The Company's effective tax rate (ETR) is calculated based upon the full year's operating results, and various tax related items. The Company's normal ETR ranges from 38% to 42%. The ETR in 2012 was 36.5%, while the 2011 ETR was 37.6%.

The ETR in 2012 was lower due to approximately $0.5 million in tax expense related to non-taxable life insurance proceeds received during the year. In addition, the Company recorded an additional $0.2 million reduction of state tax expense as a result of the recording of certain favorable provision-to-return adjustments associated with the Company's 2011 income tax returns. The ETR during 2011 was reduced as the Company recorded $0.3 million of tax credits related to research and development activities, and $0.3 million of federal tax credits related to the retention of certain individuals hired during 2010. The impact of these credits was partially offset by an increase in the valuation allowance of $0.2 million associated with net operating losses incurred by certain foreign subsidiaries.
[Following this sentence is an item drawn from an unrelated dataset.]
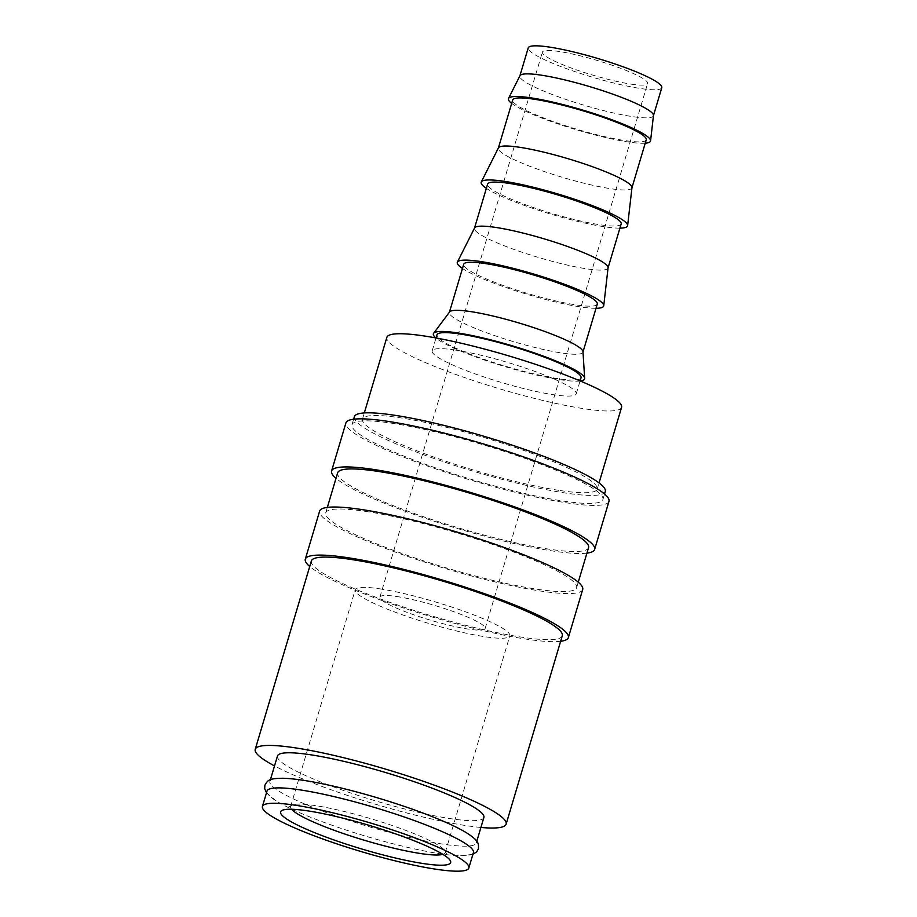 <?xml version="1.0" encoding="UTF-8"?>
<svg xmlns="http://www.w3.org/2000/svg" width="917" height="917" viewBox="0 0 917 917"><rect width="100%" height="100%" fill="white"/><g stroke="black" fill="none" stroke-linecap="round" stroke-linejoin="round"><path stroke-width="0.69" stroke-dasharray="4.58 3.44" d="M267.007 791.084A107.69 15.027 -163.4 0 0 276.028 800.793A107.69 15.027 -163.4 0 0 441.031 853.91A107.69 15.027 -163.4 0 0 460.552 855.802A107.69 15.027 -163.4 0 0 473.413 852.615M391.353 423.15A130.913 18.26 16.6 0 1 529.613 460.036A130.913 18.26 16.6 0 1 602.905 499.536A130.913 18.26 16.6 0 1 563.542 501.118A130.913 18.26 16.6 0 1 425.282 464.231A130.913 18.26 16.6 0 1 351.99 424.731A130.913 18.26 16.6 0 1 391.353 423.15M605.289 491.512A130.913 18.26 16.6 0 1 565.938 493.105A130.913 18.26 16.6 0 1 427.677 456.219A130.913 18.26 16.6 0 1 354.375 416.719M586.926 553.134A137.252 19.154 16.6 0 1 553.375 551.094A137.252 19.154 16.6 0 1 336.012 478.33M608.98 501.347A137.252 19.154 16.6 0 1 567.715 502.997A137.252 19.154 16.6 0 1 422.76 464.334A137.252 19.154 16.6 0 1 345.915 422.92M365.069 511.308A130.913 18.26 16.6 0 1 503.33 548.194A130.913 18.26 16.6 0 1 576.621 587.694A130.913 18.26 16.6 0 1 537.259 589.276A130.913 18.26 16.6 0 1 398.998 552.401A130.913 18.26 16.6 0 1 325.707 512.89A130.913 18.26 16.6 0 1 365.069 511.308M588.565 547.621A130.913 18.26 16.6 0 1 549.214 549.203A130.913 18.26 16.6 0 1 410.942 512.316A130.913 18.26 16.6 0 1 337.651 472.817M560.642 641.292A137.252 19.154 16.6 0 1 527.092 639.252A137.252 19.154 16.6 0 1 309.728 566.5M582.696 589.505A137.252 19.154 16.6 0 1 541.431 591.167A137.252 19.154 16.6 0 1 396.476 552.492A137.252 19.154 16.6 0 1 319.632 511.09M480.909 827.455A130.913 18.26 16.6 0 1 466.776 825.713A130.913 18.26 16.6 0 1 274.515 765.924M562.281 635.779A130.913 18.26 16.6 0 1 522.931 637.372A130.913 18.26 16.6 0 1 384.67 600.486A130.913 18.26 16.6 0 1 311.367 560.986M653.466 115.519A69.681 9.72 16.6 0 1 653.42 115.76A69.681 9.72 16.6 0 1 632.466 116.608A69.681 9.72 16.6 0 1 558.877 96.973A69.681 9.72 16.6 0 1 519.859 75.951A69.681 9.72 16.6 0 1 519.95 75.721M661.776 87.711A69.681 9.72 16.6 0 1 640.834 88.548A69.681 9.72 16.6 0 1 567.233 68.924A69.681 9.72 16.6 0 1 528.226 47.89M645.236 143.19A74.151 10.351 16.6 0 1 628.237 141.975A74.151 10.351 16.6 0 1 511.686 103.38M631.962 187.653A69.681 9.72 16.6 0 1 631.916 187.893A69.681 9.72 16.6 0 1 610.963 188.742A69.681 9.72 16.6 0 1 537.373 169.106A69.681 9.72 16.6 0 1 498.355 148.084A69.681 9.72 16.6 0 1 498.447 147.855M646.244 139.808A69.681 9.72 16.6 0 1 625.302 140.645A69.681 9.72 16.6 0 1 551.702 121.01A69.681 9.72 16.6 0 1 512.695 99.987M619.915 228.138A76.386 10.66 16.6 0 1 604.612 226.797A76.386 10.66 16.6 0 1 486.365 188.329M608.063 267.798A69.681 9.72 16.6 0 1 608.017 268.039A69.681 9.72 16.6 0 1 587.063 268.887A69.681 9.72 16.6 0 1 513.474 249.252A69.681 9.72 16.6 0 1 474.467 228.23A69.681 9.72 16.6 0 1 474.559 228.001M621.164 223.954A69.681 9.72 16.6 0 1 600.211 224.803A69.681 9.72 16.6 0 1 526.622 205.167A69.681 9.72 16.6 0 1 487.603 184.145M596.016 308.295A76.386 10.66 16.6 0 1 580.725 306.943A76.386 10.66 16.6 0 1 462.466 268.475M582.983 351.692A69.681 9.72 16.6 0 1 582.925 352.197A69.681 9.72 16.6 0 1 561.983 353.045A69.681 9.72 16.6 0 1 488.394 333.41A69.681 9.72 16.6 0 1 449.376 312.388A69.681 9.72 16.6 0 1 449.605 311.929M597.265 304.112A69.681 9.72 16.6 0 1 576.312 304.948A69.681 9.72 16.6 0 1 502.722 285.325A69.681 9.72 16.6 0 1 463.715 264.291M580.278 380.991A78.896 11.004 16.6 0 1 560.883 379.833A78.896 11.004 16.6 0 1 435.827 337.926M454.775 349.985A75.171 10.488 16.6 0 1 534.164 371.156A75.171 10.488 16.6 0 1 576.243 393.84A75.171 10.488 16.6 0 1 553.65 394.746A75.171 10.488 16.6 0 1 474.261 373.574A75.171 10.488 16.6 0 1 432.171 350.89A75.171 10.488 16.6 0 1 454.775 349.985M581.023 377.815A75.171 10.488 16.6 0 1 558.419 378.721A75.171 10.488 16.6 0 1 479.029 357.538A75.171 10.488 16.6 0 1 436.95 334.865M467.269 833.266A107.69 15.027 16.6 0 1 476.278 842.975A107.69 15.027 16.6 0 1 443.908 844.282A107.69 15.027 16.6 0 1 330.177 813.941A107.69 15.027 16.6 0 1 269.885 781.444A107.69 15.027 16.6 0 1 282.745 778.258M483.878 817.494A107.69 15.027 16.6 0 1 451.496 818.801A107.69 15.027 16.6 0 1 337.765 788.46A107.69 15.027 16.6 0 1 277.484 755.963M560.379 490.584A122.465 17.091 -163.4 0 0 597.196 489.105A122.465 17.091 -163.4 0 0 528.639 452.15A122.465 17.091 -163.4 0 0 399.296 417.648A122.465 17.091 -163.4 0 0 362.479 419.126A122.465 17.091 -163.4 0 0 431.036 456.081A122.465 17.091 -163.4 0 0 560.379 490.584M621.566 407.354A122.465 17.091 16.6 0 1 584.748 408.833A122.465 17.091 16.6 0 1 455.405 374.331A122.465 17.091 16.6 0 1 386.848 337.376M396.419 596.463A54.894 7.657 16.6 0 1 454.408 611.926A54.894 7.657 16.6 0 1 485.139 628.5A54.894 7.657 16.6 0 1 468.633 629.154A54.894 7.657 16.6 0 1 410.656 613.691A54.894 7.657 16.6 0 1 379.913 597.127A54.894 7.657 16.6 0 1 396.419 596.463M631.102 84.146A54.894 7.657 -163.4 0 0 647.608 83.481A54.894 7.657 -163.4 0 0 616.877 66.918A54.894 7.657 -163.4 0 0 558.9 51.455A54.894 7.657 -163.4 0 0 542.394 52.12A54.894 7.657 -163.4 0 0 573.125 68.683A54.894 7.657 -163.4 0 0 631.102 84.146M291.617 809.264A80.662 11.256 16.6 0 1 290.609 806.524A80.662 11.256 16.6 0 1 291.835 805.241A80.662 11.256 16.6 0 1 314.863 805.55A80.662 11.256 16.6 0 1 394.998 826.492A80.662 11.256 16.6 0 1 444.883 850.861A80.662 11.256 16.6 0 1 445.203 852.615A80.662 11.256 16.6 0 1 442.865 854.346M379.478 588.794A80.662 11.256 16.6 0 1 464.667 611.513A80.662 11.256 16.6 0 1 509.829 635.859A80.662 11.256 16.6 0 1 485.574 636.834A80.662 11.256 16.6 0 1 400.385 614.103A80.662 11.256 16.6 0 1 355.234 589.769A80.662 11.256 16.6 0 1 379.478 588.794M266.503 792.792L276.028 800.793M472.897 854.323L460.552 855.802M602.905 499.536L604.544 494.022M576.621 587.694L578.26 582.18M576.243 393.84L580.094 380.91M476.278 842.975L476.794 841.267M597.196 489.105L599.042 482.915M485.139 628.5L647.608 83.481M445.203 852.615L509.829 635.859M444.883 850.861L450.304 860.65M291.835 805.241L281.943 810.456M290.609 806.524L355.234 589.769M379.913 597.127L542.394 52.12M362.479 419.126L364.313 412.948M269.885 781.444L270.4 779.737M432.171 350.89L436.022 337.96M325.707 512.89L327.346 507.388M351.99 424.731L353.63 419.218"/><path stroke-width="1.38" d="M468.828 867.986L473.413 852.615A107.69 15.027 -163.4 0 0 413.12 820.119A107.69 15.027 -163.4 0 0 299.389 789.778A107.69 15.027 -163.4 0 0 267.007 791.084L262.422 806.467A107.69 15.027 -163.4 0 0 322.715 838.952A107.69 15.027 -163.4 0 0 436.446 869.293A107.69 15.027 -163.4 0 0 468.828 867.986A107.69 15.027 -163.4 0 0 408.535 835.502A107.69 15.027 -163.4 0 0 294.804 805.16A107.69 15.027 -163.4 0 0 262.422 806.467M353.63 419.218L354.375 416.719A130.913 18.26 16.6 0 1 393.737 415.126A130.913 18.26 16.6 0 1 531.998 452.012A130.913 18.26 16.6 0 1 605.289 491.512L604.544 494.022M336.012 478.33A137.252 19.154 16.6 0 1 331.587 471.006A137.252 19.154 16.6 0 1 372.852 469.344A137.252 19.154 16.6 0 1 517.796 508.018A137.252 19.154 16.6 0 1 594.64 549.432A137.252 19.154 16.6 0 1 586.926 553.134M331.587 471.006L345.915 422.92A137.252 19.154 16.6 0 1 387.18 421.258A137.252 19.154 16.6 0 1 532.135 459.933A137.252 19.154 16.6 0 1 608.98 501.347L594.64 549.432M327.346 507.388L337.651 472.817A130.913 18.26 16.6 0 1 377.013 471.235A130.913 18.26 16.6 0 1 515.274 508.121A130.913 18.26 16.6 0 1 588.565 547.621L578.26 582.18M309.728 566.5A137.252 19.154 16.6 0 1 305.304 559.175A137.252 19.154 16.6 0 1 346.569 557.513A137.252 19.154 16.6 0 1 491.512 596.176A137.252 19.154 16.6 0 1 568.357 637.59A137.252 19.154 16.6 0 1 560.642 641.292M305.304 559.175L319.632 511.09A137.252 19.154 16.6 0 1 360.897 509.428A137.252 19.154 16.6 0 1 505.852 548.091A137.252 19.154 16.6 0 1 582.696 589.505L568.357 637.59M274.515 765.924A130.913 18.26 16.6 0 1 255.224 749.338A130.913 18.26 16.6 0 1 294.586 747.745A130.913 18.26 16.6 0 1 432.847 784.631A130.913 18.26 16.6 0 1 506.138 824.131A130.913 18.26 16.6 0 1 480.909 827.455M255.224 749.338L311.367 560.986A130.913 18.26 16.6 0 1 350.73 559.393A130.913 18.26 16.6 0 1 488.99 596.279A130.913 18.26 16.6 0 1 562.281 635.779L506.138 824.131M511.686 103.38A74.151 10.351 16.6 0 1 508.511 98.474L519.95 75.721A69.681 9.72 16.6 0 1 540.812 75.102A69.681 9.72 16.6 0 1 613.645 94.462A69.681 9.72 16.6 0 1 653.466 115.519L650.577 140.828A74.151 10.351 16.6 0 1 645.236 143.19M519.893 75.824L528.226 47.89A69.681 9.72 16.6 0 1 549.18 47.054A69.681 9.72 16.6 0 1 622.769 66.677A69.681 9.72 16.6 0 1 661.776 87.711L653.454 115.645M508.511 98.474A74.151 10.351 16.6 0 1 530.702 97.821A74.151 10.351 16.6 0 1 608.212 118.419A74.151 10.351 16.6 0 1 650.577 140.828M486.365 188.329A76.386 10.66 16.6 0 1 481.287 181.99L498.447 147.855A69.681 9.72 16.6 0 1 519.309 147.236A69.681 9.72 16.6 0 1 592.141 166.596A69.681 9.72 16.6 0 1 631.962 187.653L627.629 225.616A76.386 10.66 16.6 0 1 619.915 228.138M498.389 147.969L512.695 99.987A69.681 9.72 16.6 0 1 533.648 99.151A69.681 9.72 16.6 0 1 607.237 118.774A69.681 9.72 16.6 0 1 646.244 139.808L631.951 187.779M481.287 181.99A76.386 10.66 16.6 0 1 504.155 181.302A76.386 10.66 16.6 0 1 583.991 202.531A76.386 10.66 16.6 0 1 627.629 225.616M462.466 268.475A76.386 10.66 16.6 0 1 457.388 262.136L474.559 228.001A69.681 9.72 16.6 0 1 495.421 227.382A69.681 9.72 16.6 0 1 568.253 246.742A69.681 9.72 16.6 0 1 608.063 267.798L603.741 305.762A76.386 10.66 16.6 0 1 596.016 308.295M474.502 228.115L487.603 184.145A69.681 9.72 16.6 0 1 508.557 183.308A69.681 9.72 16.6 0 1 582.146 202.932A69.681 9.72 16.6 0 1 621.164 223.954L608.051 267.924M457.388 262.136A76.386 10.66 16.6 0 1 480.256 261.46A76.386 10.66 16.6 0 1 560.092 282.677A76.386 10.66 16.6 0 1 603.741 305.762M435.827 337.926A78.896 11.004 16.6 0 1 433.638 333.284L449.605 311.929A69.681 9.72 16.6 0 1 470.329 311.539A69.681 9.72 16.6 0 1 542.348 330.613A69.681 9.72 16.6 0 1 582.983 351.692L584.656 378.308A78.896 11.004 16.6 0 1 580.278 380.991M449.445 312.147L463.715 264.291A69.681 9.72 16.6 0 1 484.669 263.454A69.681 9.72 16.6 0 1 558.258 283.078A69.681 9.72 16.6 0 1 597.265 304.112L583.006 351.956M433.638 333.284A78.896 11.004 16.6 0 1 457.09 332.837A78.896 11.004 16.6 0 1 538.646 354.432A78.896 11.004 16.6 0 1 584.656 378.308M436.022 337.96L436.95 334.865A75.171 10.488 16.6 0 1 459.555 333.948A75.171 10.488 16.6 0 1 538.944 355.131A75.171 10.488 16.6 0 1 581.023 377.815L580.094 380.91M266.503 792.792L264.681 788.677L264.875 785.204C267.753 780.401 268.543 778.361 282.745 778.258A107.69 15.027 16.6 0 1 302.266 780.149A107.69 15.027 16.6 0 1 467.269 833.266C479.087 841.13 478.64 843.273 478.41 848.855L476.668 851.87L472.897 854.323M270.4 779.737L277.484 755.963A107.69 15.027 16.6 0 1 309.854 754.668A107.69 15.027 16.6 0 1 423.585 785.009A107.69 15.027 16.6 0 1 483.878 817.494L476.794 841.267M364.313 412.948L386.848 337.376A122.465 17.091 16.6 0 1 423.665 335.897A122.465 17.091 16.6 0 1 553.008 370.399A122.465 17.091 16.6 0 1 621.566 407.354L599.042 482.915M442.865 854.346A80.662 11.256 16.6 0 1 420.96 853.589A80.662 11.256 16.6 0 1 343.267 833.507A80.662 11.256 16.6 0 1 291.617 809.264M307.275 810.8A88.731 12.38 16.6 0 1 395.422 833.828A88.731 12.38 16.6 0 1 450.304 860.65A88.731 12.38 16.6 0 1 423.975 863.654A88.731 12.38 16.6 0 1 324.893 836.671A88.731 12.38 16.6 0 1 281.943 810.456A88.731 12.38 16.6 0 1 307.275 810.8"/></g></svg>

The Company did not record a tax benefit for its research and development activities during 2012 as the legislation extending the tax credit related to these expenses, the American Taxpayer Relief Act of 2012, was not passed by the U.S. federal government until January 2013. As required under current accounting guidelines, the Company expects to recognize a tax benefit of approximately $0.3 million for these 2012 credits in the 2013 first quarter.

Net income for 2012 was 3.8% of revenue or $0.96 per diluted share, compared with net income of 3.0% of revenue or $0.71 per diluted share in 2011. Diluted earnings per share were calculated using 16.8 million weighted-average equivalent shares outstanding in 2012 and 16.7 million in 2011. The increase in shares year-over-year is due to the dilutive effect of incremental shares outstanding under the Company's equity-based compensation plans. This increase was partially offset by purchases of approximately 0.3 million shares for treasury by the Company during 2012.

19 -------------------------------------------------------------------------------- Table of Contents 2011 as compared with 2010 The Company recorded revenue in 2011 and 2010 as follows: Year-over- Year Ended December 31, % of total 2011 % of total 2010 Year Change (dollars in thousands) North America 83.1 % $ 329,295 81.7 % $ 270,694 21.6 % Europe 16.9 % 66,980 18.3 % 60,713 10.3 % Total 100.0 % $ 396,275 100.0 % $ 331,407 19.6 % Reimbursable expenses billed to customers and included in revenue totaled $12.7 million and $9.1 million in 2011 and 2010, respectively.

In North America, the significant revenue increase in 2011 as compared with 2010 was due to strong demand for both the Company's IT solutions and IT staffing services as general economic conditions continued to improve from those that existed during the recession in 2008/2009. IT solutions revenue increased 33.1% and IT staffing revenue increased 12.7% in 2011 as compared with 2010. The IT solutions revenue increase totaled $36.9 million and was primarily driven by an increase in the Company's EMR work. The IT staffing revenue increase totaled $28.0 million as the Company's customers filled staffing requirements that had remained open from 2009 due to the economic recession in the United States.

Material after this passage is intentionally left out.